Confidence interval of the parameter of $\exp$ and normal distribution from MLE?

The term you cannot calculate is (essentially) the Fischer information:

$$I(θ)=-E\left[\frac{d^2}{dθ^2}\ln \mathcal L(θ)\right]$$

Then $δ(θ)=n(I(θ))^{-1}$. So, to calculate $I(θ)$ for the exponential:

$$\mathcal L(θ)=\prod\limits_{j=1}^nθ e^{-θx_j}=θ^n e^{-θ\sum_{j=1}^{n}x_j}$$ and therefore $$\ln \mathcal L(θ) = \ln{\left(θ^n e^{-θ\sum_{j=1}^{n}x_j}\right)} = n\ln{(θ)}-θ\sum_{j=1}^{n}x_j$$ which you can differentiate twice with respect to $θ$: \begin{align}\frac{d}{dθ} \ln (\mathcal L(θ)) &= \frac{n}{θ}-\sum_{j=1}^n x_j \\ \frac{d^2}{dθ^2} \ln (\mathcal L(θ)) &= -\frac{n}{θ^2}\end{align} So, $$I(θ)=-E\left[\frac{d^2}{dθ^2}\ln \mathcal L(θ)\right]=\frac{n}{θ^2}$$ and therefore $δ(θ)=n(n/θ^2)^{-1}=θ^2$. To make calculations simpler use that

If $X_j$ are i.i.d. for $j=1,2,\ldots,n$ you can take the $I(θ)$ for a single observation $X_j$ and obtain the Fisher information for $X$ with $nI(θ)$.

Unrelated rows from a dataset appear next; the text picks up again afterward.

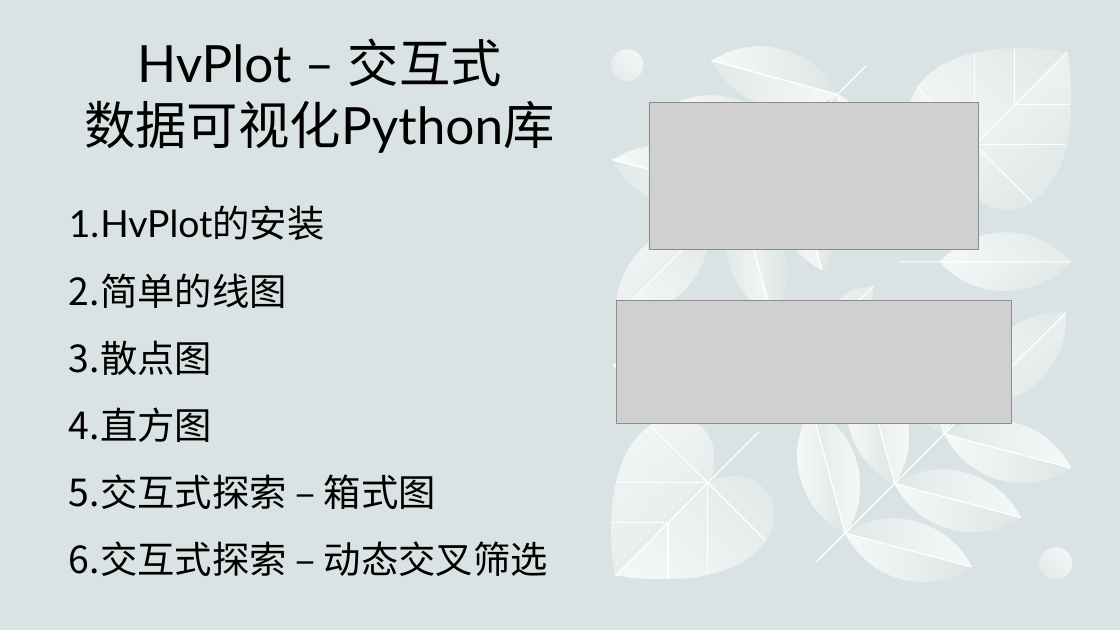
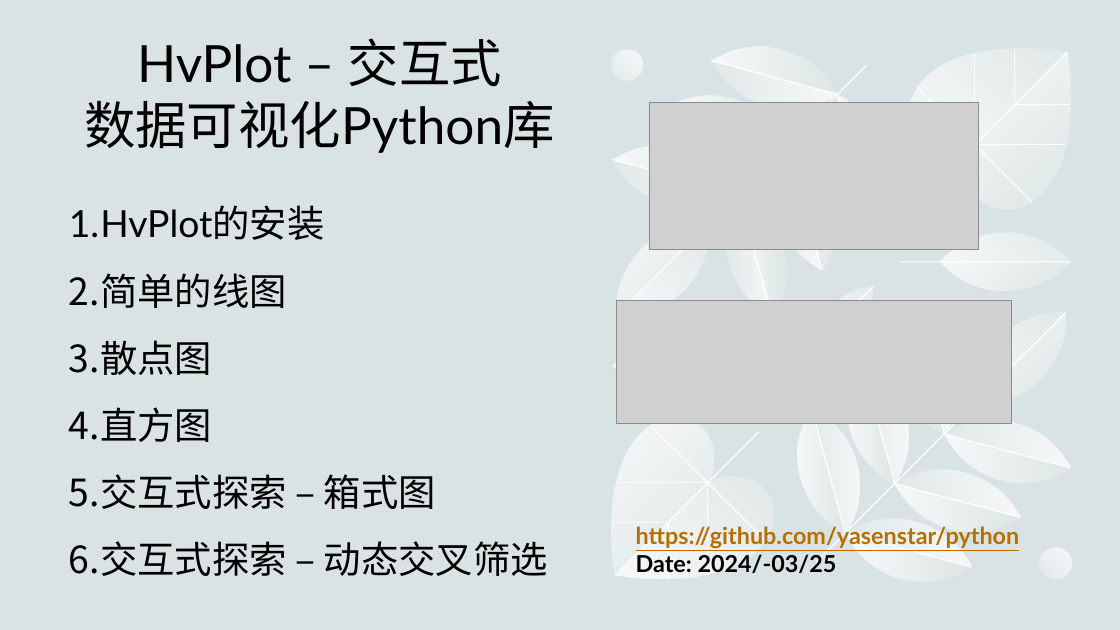
Before and after one commit to yasenstar/python, a slide deck: slide 1 of Python-Info.pptx. Drawn at 1120x630 pixels with LibreOffice and Linux fonts; fonts in the diff are those of the drawing; grey boxes stand for pictures. Boxes give left, top, right and bottom in pixels: in the first picture for what was removed or moved away, otherwise in the second. Text is boxed around its words. In the diff, an @@ line names an element or a change of style, - is before the commit and + after.

```diff
--- a/Python-Info.pptx
+++ b/Python-Info.pptx
@@ text added at (636,526,1020,573), 20 pt, text #B57001, bold, underline @@
+https://github.com/yasenstar/python
+Date: 2024/-03/25
```
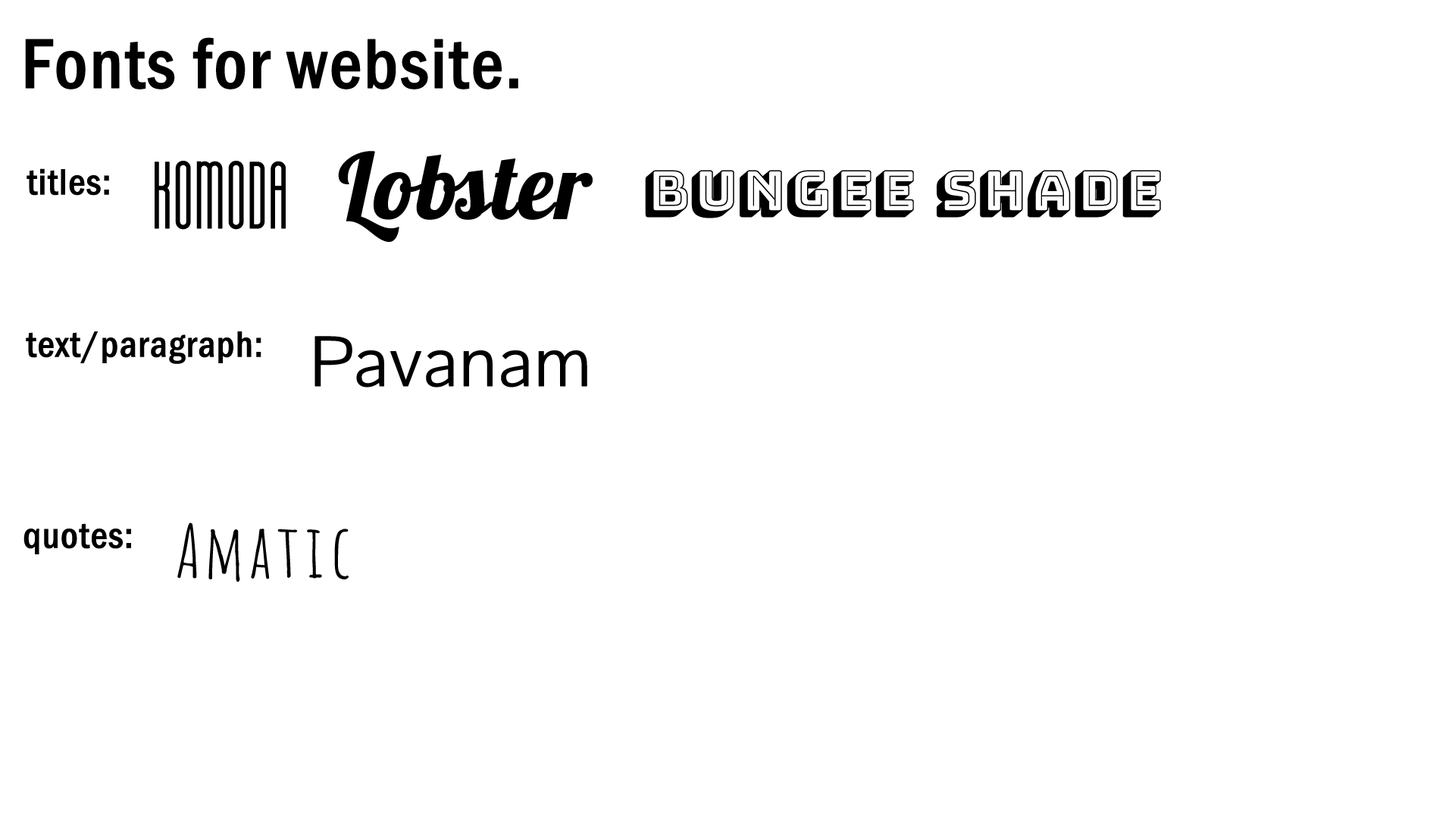
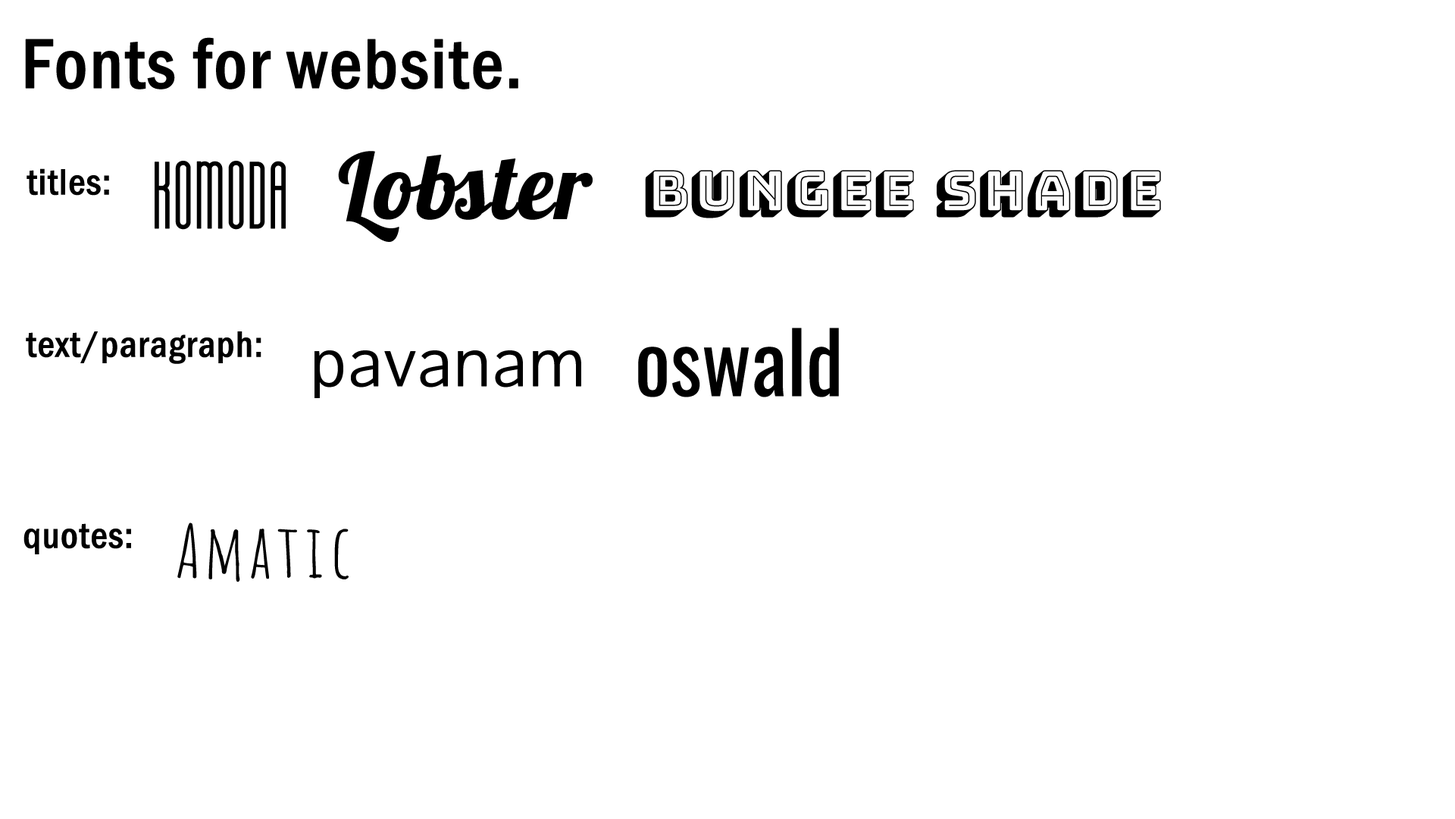
Comparing the layer stacks of the two 1455px x 819px images. Changes:
added layer "oswald" in group "Tekengebied 1" over <box>638,327,840,398</box>
renamed "Pavanam" to "pavanam", painted on it over <box>314,335,588,398</box>

For the normal distribution $N(\mu,θ^2)$ you should find: $I(θ)=n/(2θ^2)$ (single parameter) and if you estimate both parameters, i.e. $Ν(μ,σ^2)$ with $θ=[μ,σ^2]^Τ$ then $I(θ)$ is a matrix: $$I(θ)=\begin{bmatrix}\frac{1}{2σ^2}&0 \\ 0& \frac{1}{2σ^4}\end{bmatrix}$$